Freelancing – What You Need to Know
With more and more people choosing to do freelance work, sometimes it can seem like it’s the ‘easy’ way out – after all, you won’t be micromanaged by your boss and not have to deal with office politics or those horrible clients thrown at you.
However – that’s still not entirely true. You’re going to have to be your own boss, which is sometimes easier said than done and most certainly will have to deal with a few nasty clients thrown into the mix.
So what should you consider when you’re thinking about freelancing for the first time?
What kind of work environment do you enjoy?
Are you the kind of person who thrives in a busy environment, with lots of people with whom to bounce ideas off?
If you are, then freelancing is probably not right for you – sure, there are plenty of networking opportunities that you can attend, but these people usually won’t be sat down next to you or necessarily available on the phone for a brainstorming session.
To be a successful freelancer, you’ve got to be able to work alone – and enjoy it.
How will you survive, moneywise?
This is a big one – the biggest issue that many freelancers (or any startup business) can run into is cashflow, i.e. running out. Securing clients and building up relationships with them takes time – you can’t expect to quit one day and have a line of willing clients lining up around the block the next morning.
You need to make sure you have some cash set aside for when you first get started, so you can give yourself a fair chance. Otherwise, you’ll end up worrying about where the next cheque will come from and will be tempted to give a call to the office you’ve just left to see if your job is still available…
One idea could be to start freelancing on the side of your main job, to save up some extra cash . That way, you can start building up that first important relationship with a client and test how much you can earn. You’ll also have a lot more realistic expectations when you start freelancing full-time.
Do you have the right personality traits?
Freelancing takes organisation and drive. You’re not going to have a boss to set deadlines and check up on you throughout the process – this time, it’s down to you. If organisation has never been your strong suit, then you need to seriously consider whether you will be strong enough to set and meet your own deadlines. After all, a missed deadline is not going to equal a happy client. And that unhappy client is certainly not going to refer you to her friends for more gigs.

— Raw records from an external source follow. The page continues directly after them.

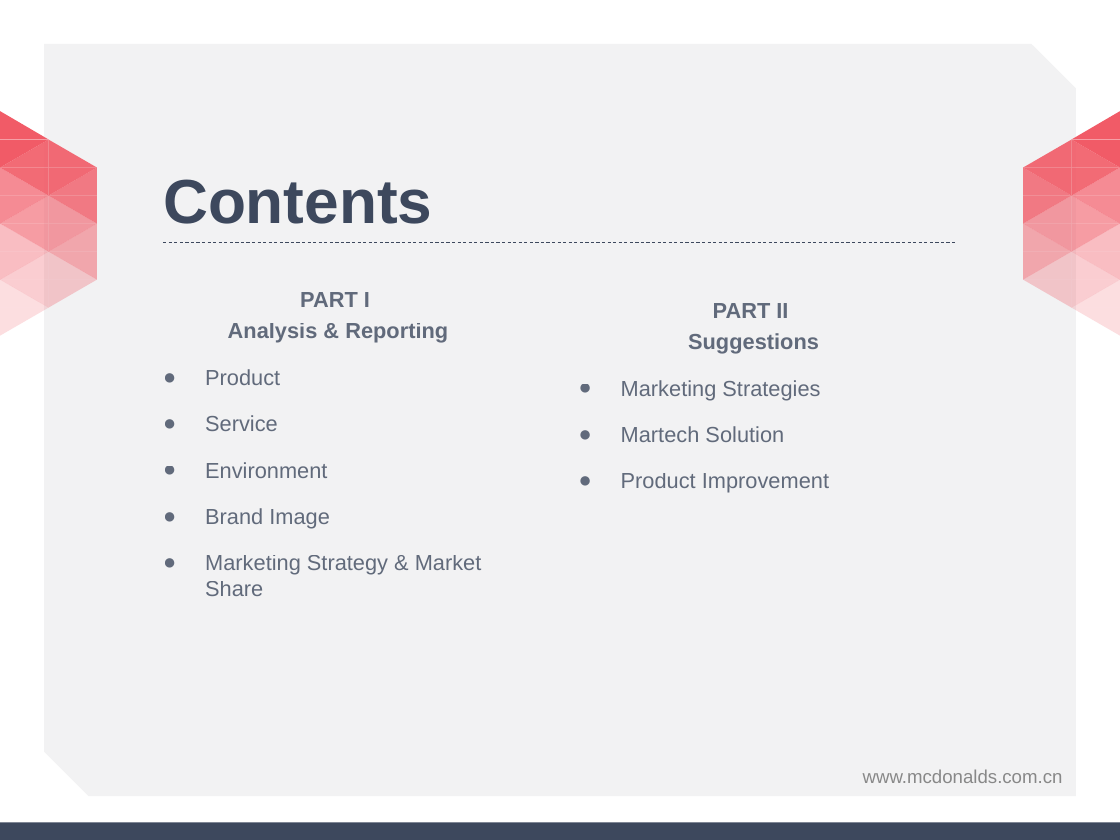
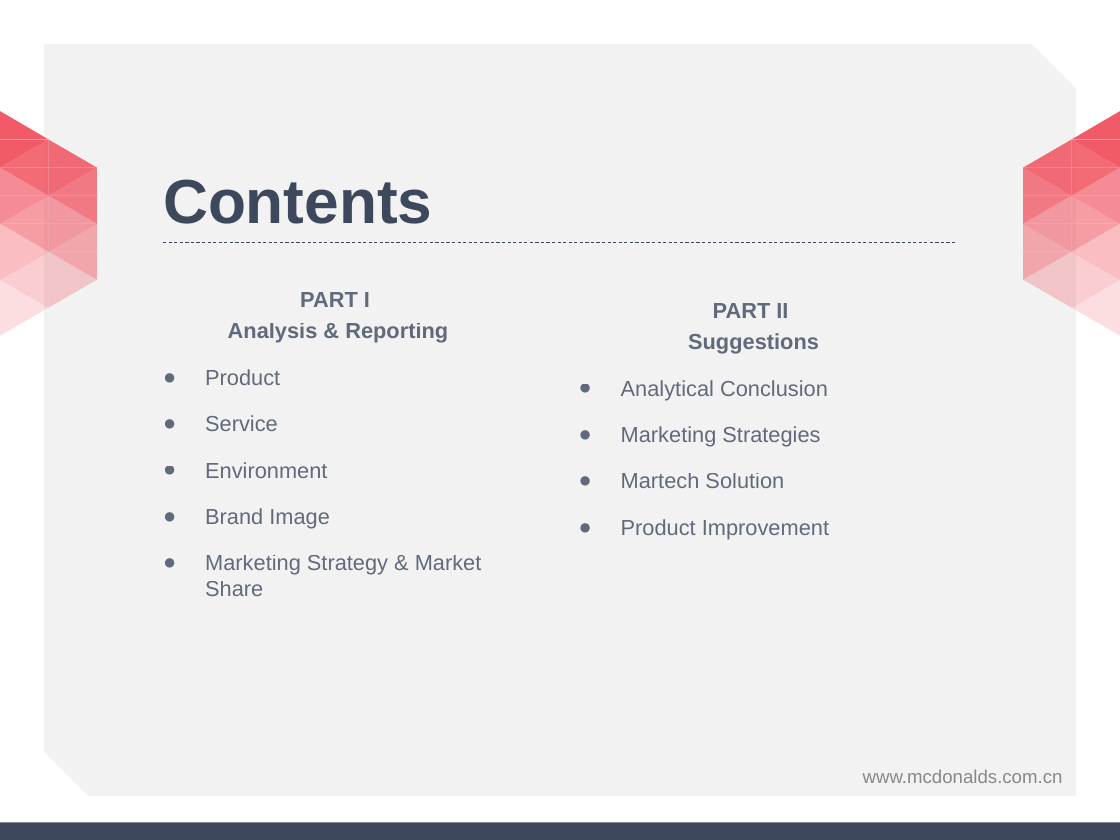
Before and after one commit to davidjacksonluther/impacttest, a slide deck: slide 2 of View/Company/McDonalds/Competitor Analysis and Solutions.pptx. Drawn at 1120x840 pixels with LibreOffice and Linux fonts; fonts in the diff are those of the drawing; background and template pictures are left out. Boxes give left, top, right and bottom in pixels: in the first picture for what was removed or moved away, otherwise in the second. Text is boxed around its words. In the diff, an @@ line names an element or a change of style, - is before the commit and + after.

```diff
--- a/View/Company/McDonalds/Competitor Analysis and Solutions.pptx
+++ b/View/Company/McDonalds/Competitor Analysis and Solutions.pptx
@@ text at box(621, 380, 828, 400): paragraph added @@
+● Analytical Conclusion
```
Also in this commit, not shown: 9 other slides changed, 4 slides added, 1 slide removed, 2 other files.
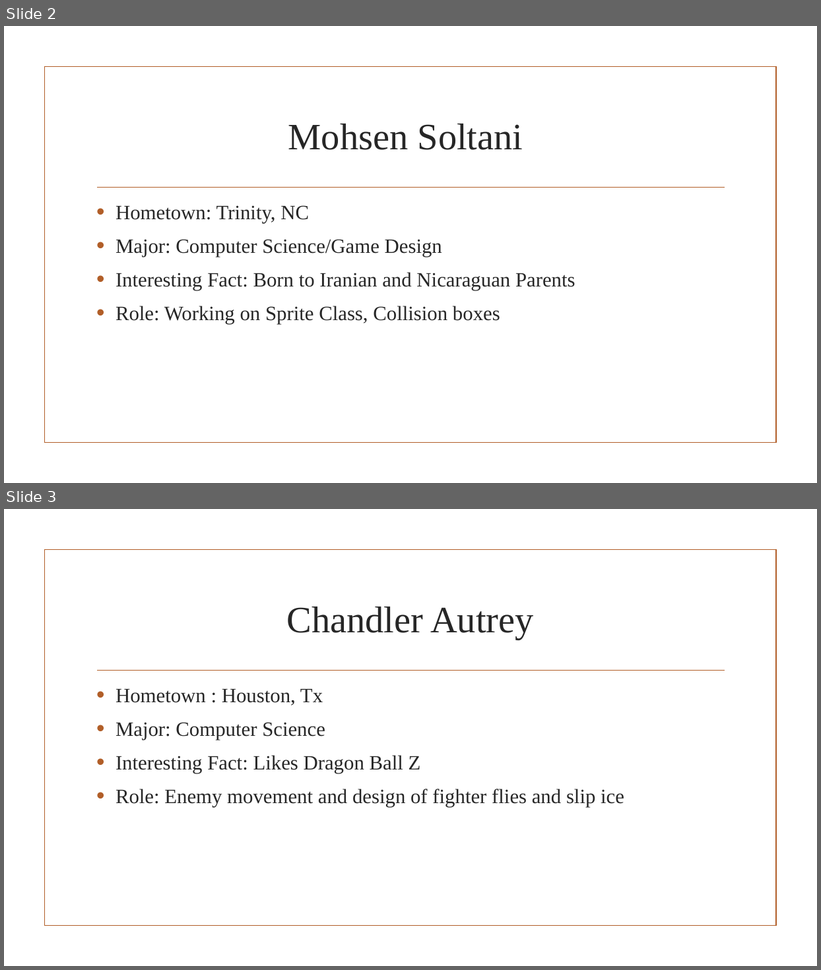
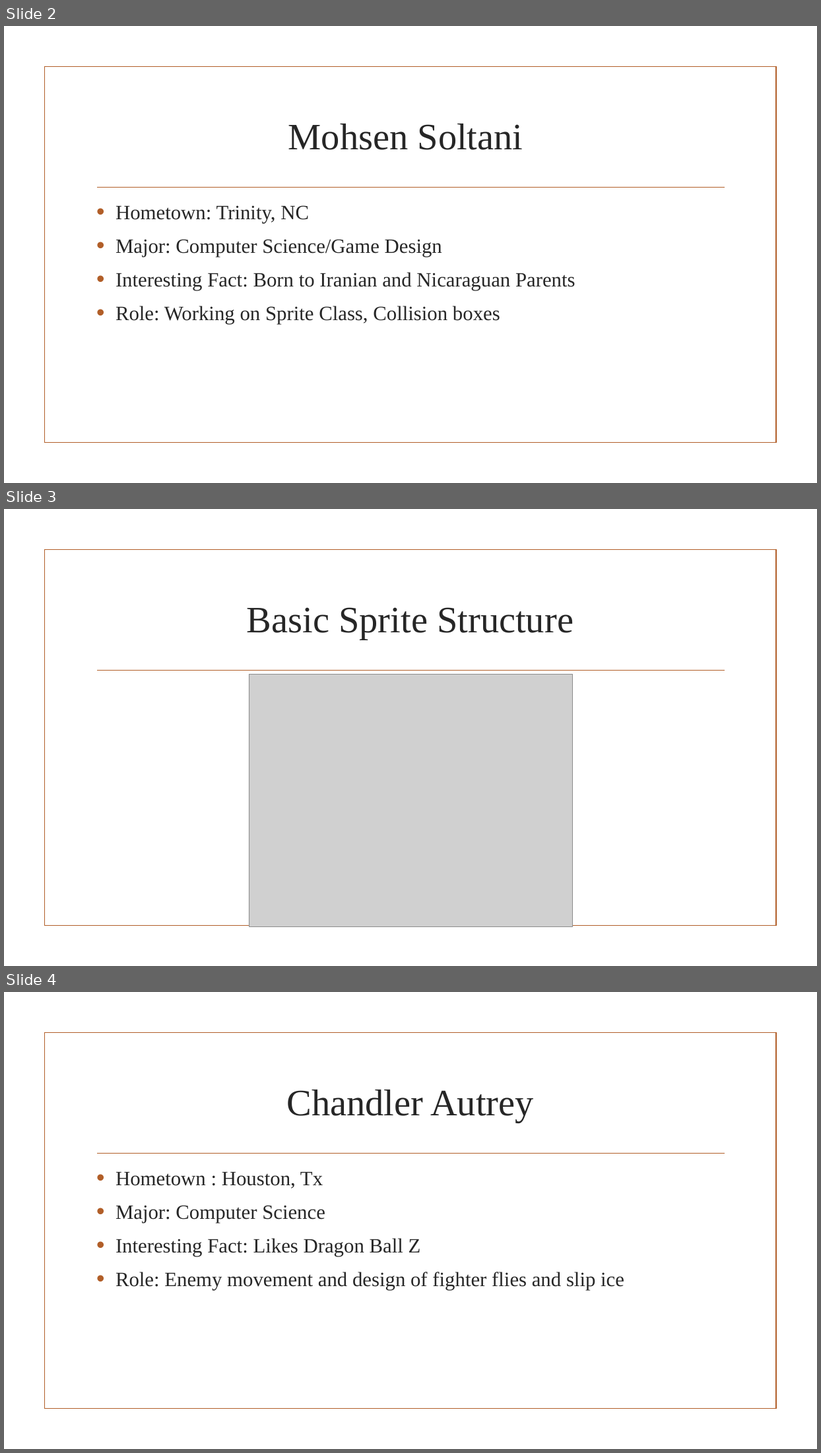
Before and after one commit to mdsoltan/Computer-Science-Group-Project, a slide deck: Mario Bros.pptx. Shown one above the other, each under a label of ours: slides 2 and 3 before the commit, slides 2, 3 and 4 after it. The pictures are 821x970 and 821x1453 pixels, drawn with LibreOffice and Linux fonts; fonts in the diff are those of the drawing; grey boxes stand for pictures; background and template pictures are left out. Boxes give left, top, right and bottom in pixels: in the first picture for what was removed or moved away, otherwise in the second. Text is boxed around its words. In the diff, an @@ line names an element or a change of style, - is before the commit and + after.

```diff
--- a/Mario Bros.pptx
+++ b/Mario Bros.pptx
@@ slide 3 added at box(4, 509, 817, 966), background picture (left out); not listed: 2 template elements that a slide beside it also shows @@
@@ title added at box(247, 607, 574, 640), 44 pt, text #262626 @@
+Basic Sprite Structure
@@ picture added at box(249, 674, 572, 927) @@
@@ what was slide 3 is now slide 4 @@
```
Also in this commit, not shown: 24 other files.
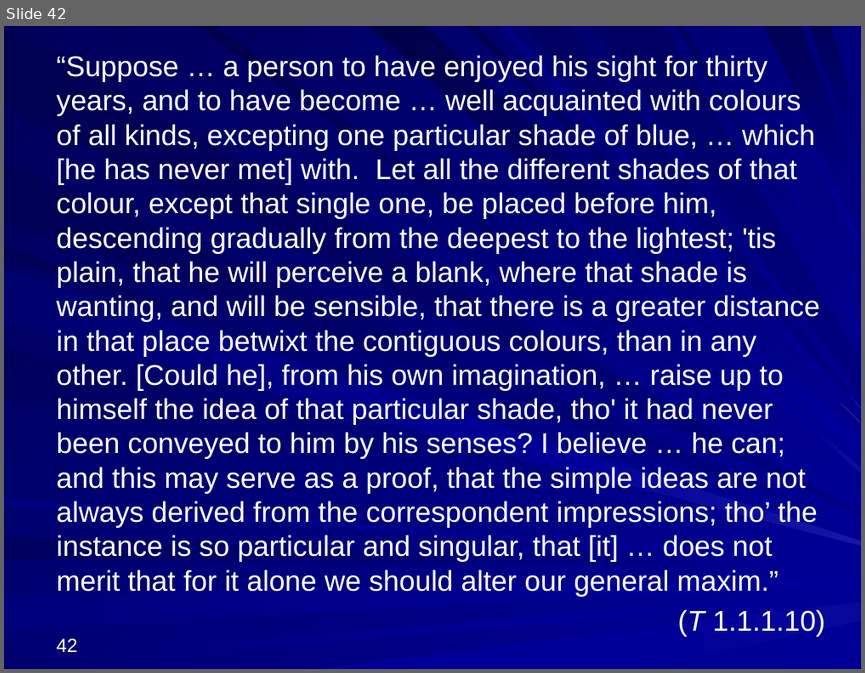
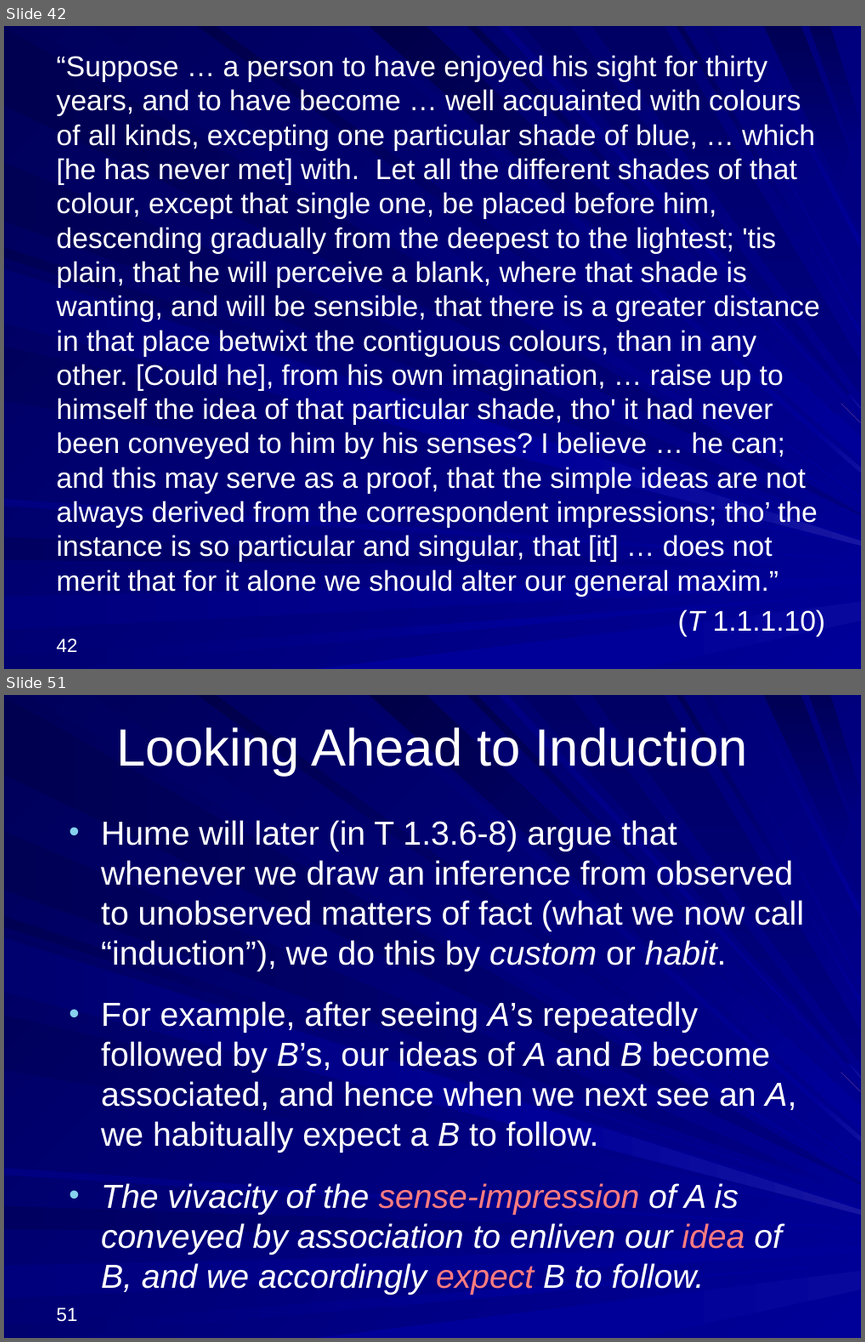
Before and after one commit to englishphilosophy/hume-texts-online, a slide deck: teaching/lectures/2025_Hume_MT_current.pptx. Shown one above the other, each under a label of ours: slide 42 before the commit, slides 42 and 51 after it; the slides between them are not shown. The pictures are 865x673 and 865x1342 pixels, drawn with LibreOffice and Linux fonts; fonts in the diff are those of the drawing. Boxes give left, top, right and bottom in pixels: in the first picture for what was removed or moved away, otherwise in the second. Text is boxed around its words. In the diff, an @@ line names an element or a change of style, - is before the commit and + after.

```diff
--- a/teaching/lectures/2025_Hume_MT_current.pptx
+++ b/teaching/lectures/2025_Hume_MT_current.pptx
@@ slide 51 added at box(4, 695, 861, 1338), background gradient #000078 to #000099; not listed: 37 template elements that a slide beside it also shows @@
@@ title added at box(116, 727, 748, 776), 44 pt, text #FFFFFF @@
+Looking Ahead to Induction
@@ text added at box(101, 820, 804, 1294), 28 pt, text #FFFFFF @@
+• Hume will later (in T 1.3.6-8) argue that whenever we draw an inference from observed to unobserved matters of fact (what we now call “induction”), we do this by custom or habit.
+• For example, after seeing A’s repeatedly followed by B’s, our ideas of A and B become associated, and hence when we next see an A, we habitually expect a B to follow.
+• The vivacity of the sense-impression of A is conveyed by association to enliven our idea of B, and we accordingly expect B to follow.
@@ page number added at box(57, 1307, 78, 1321), 16 pt, text #FFFFFF @@
+51
```
Also in this commit, not shown: 2 slides changed, 41 other slides added, 2 other files.
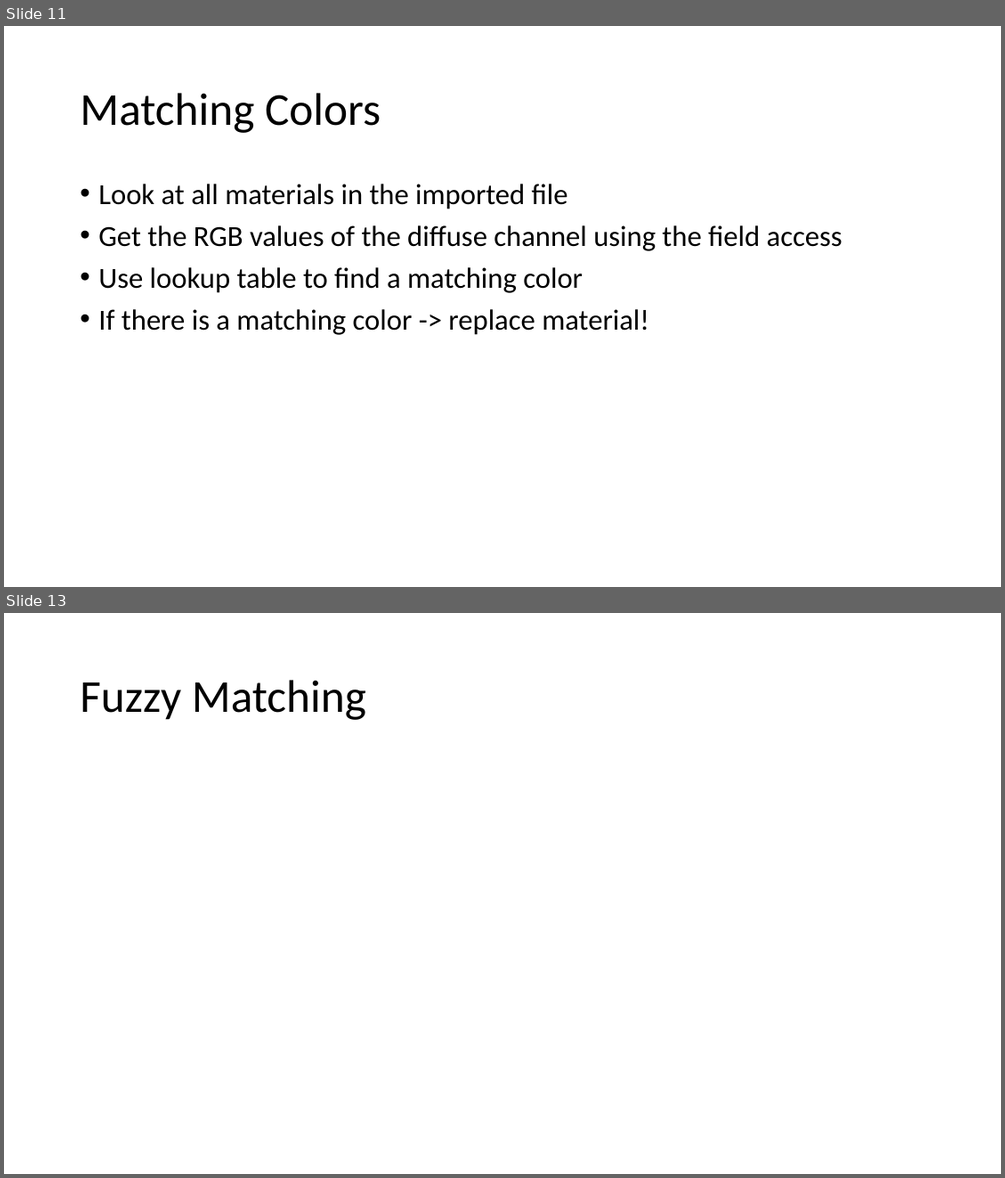
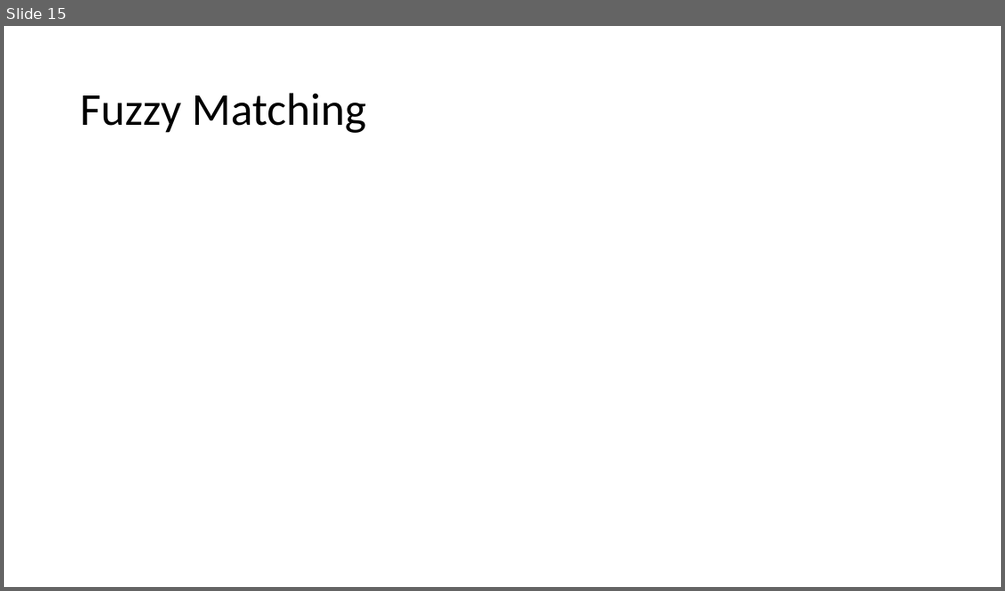
Before and after one commit to ideenkultivierung/alias-days-shader-pipeline, a slide deck: presentation/Python based Shaderpipeline in VRED.pptx. Shown one above the other, each under a label of ours: slides 11 and 13 before the commit, slide 15 after it; the slides between them are not shown. The pictures are 1005x1178 and 1005x591 pixels, drawn with LibreOffice and Linux fonts; fonts in the diff are those of the drawing; background and template pictures are left out. Boxes give left, top, right and bottom in pixels: in the first picture for what was removed or moved away, otherwise in the second. Text is boxed around its words. In the diff, an @@ line names an element or a change of style, - is before the commit and + after.

Commit message:
presentation

```diff
--- a/presentation/Python based Shaderpipeline in VRED.pptx
+++ b/presentation/Python based Shaderpipeline in VRED.pptx
@@ slide 11 removed at (4,26,1001,587), background #FFFFFF @@
@@ title removed at (80,93,380,133) @@
-Matching Colors
@@ text removed at (98,184,842,335) @@
-• Look at all materials in the imported file
-• Get the RGB values of the diffuse channel using the field access
-• Use lookup table to find a matching color
-• If there is a matching color -> replace material!
@@ what was slide 13 is now slide 15 @@
```
Also in this commit, not shown: 7 slides added, 2 other slides removed, 6 other files.

You need to be honest with yourself and assess where your weaknesses and strengths lie – and how that will affect your freelancing career. If you prefer leaving everything to the last minute to give you the motivation to hit that deadline, it could work for the first few months – but ultimately you could risk getting burnout, with too many sleepless nights and too much stress.
Freelancing is a great career option – but ultimately, doesn’t suit everyone. For those who enjoy the freelancing lifestyle, there are plenty of perks: the freedom to choose your own schedule, to take time to play, to wonder and wander. Just make sure that you choose it because it’s right for you!
Have you taken the plunge into freelancing? What else should AWE-ers consider?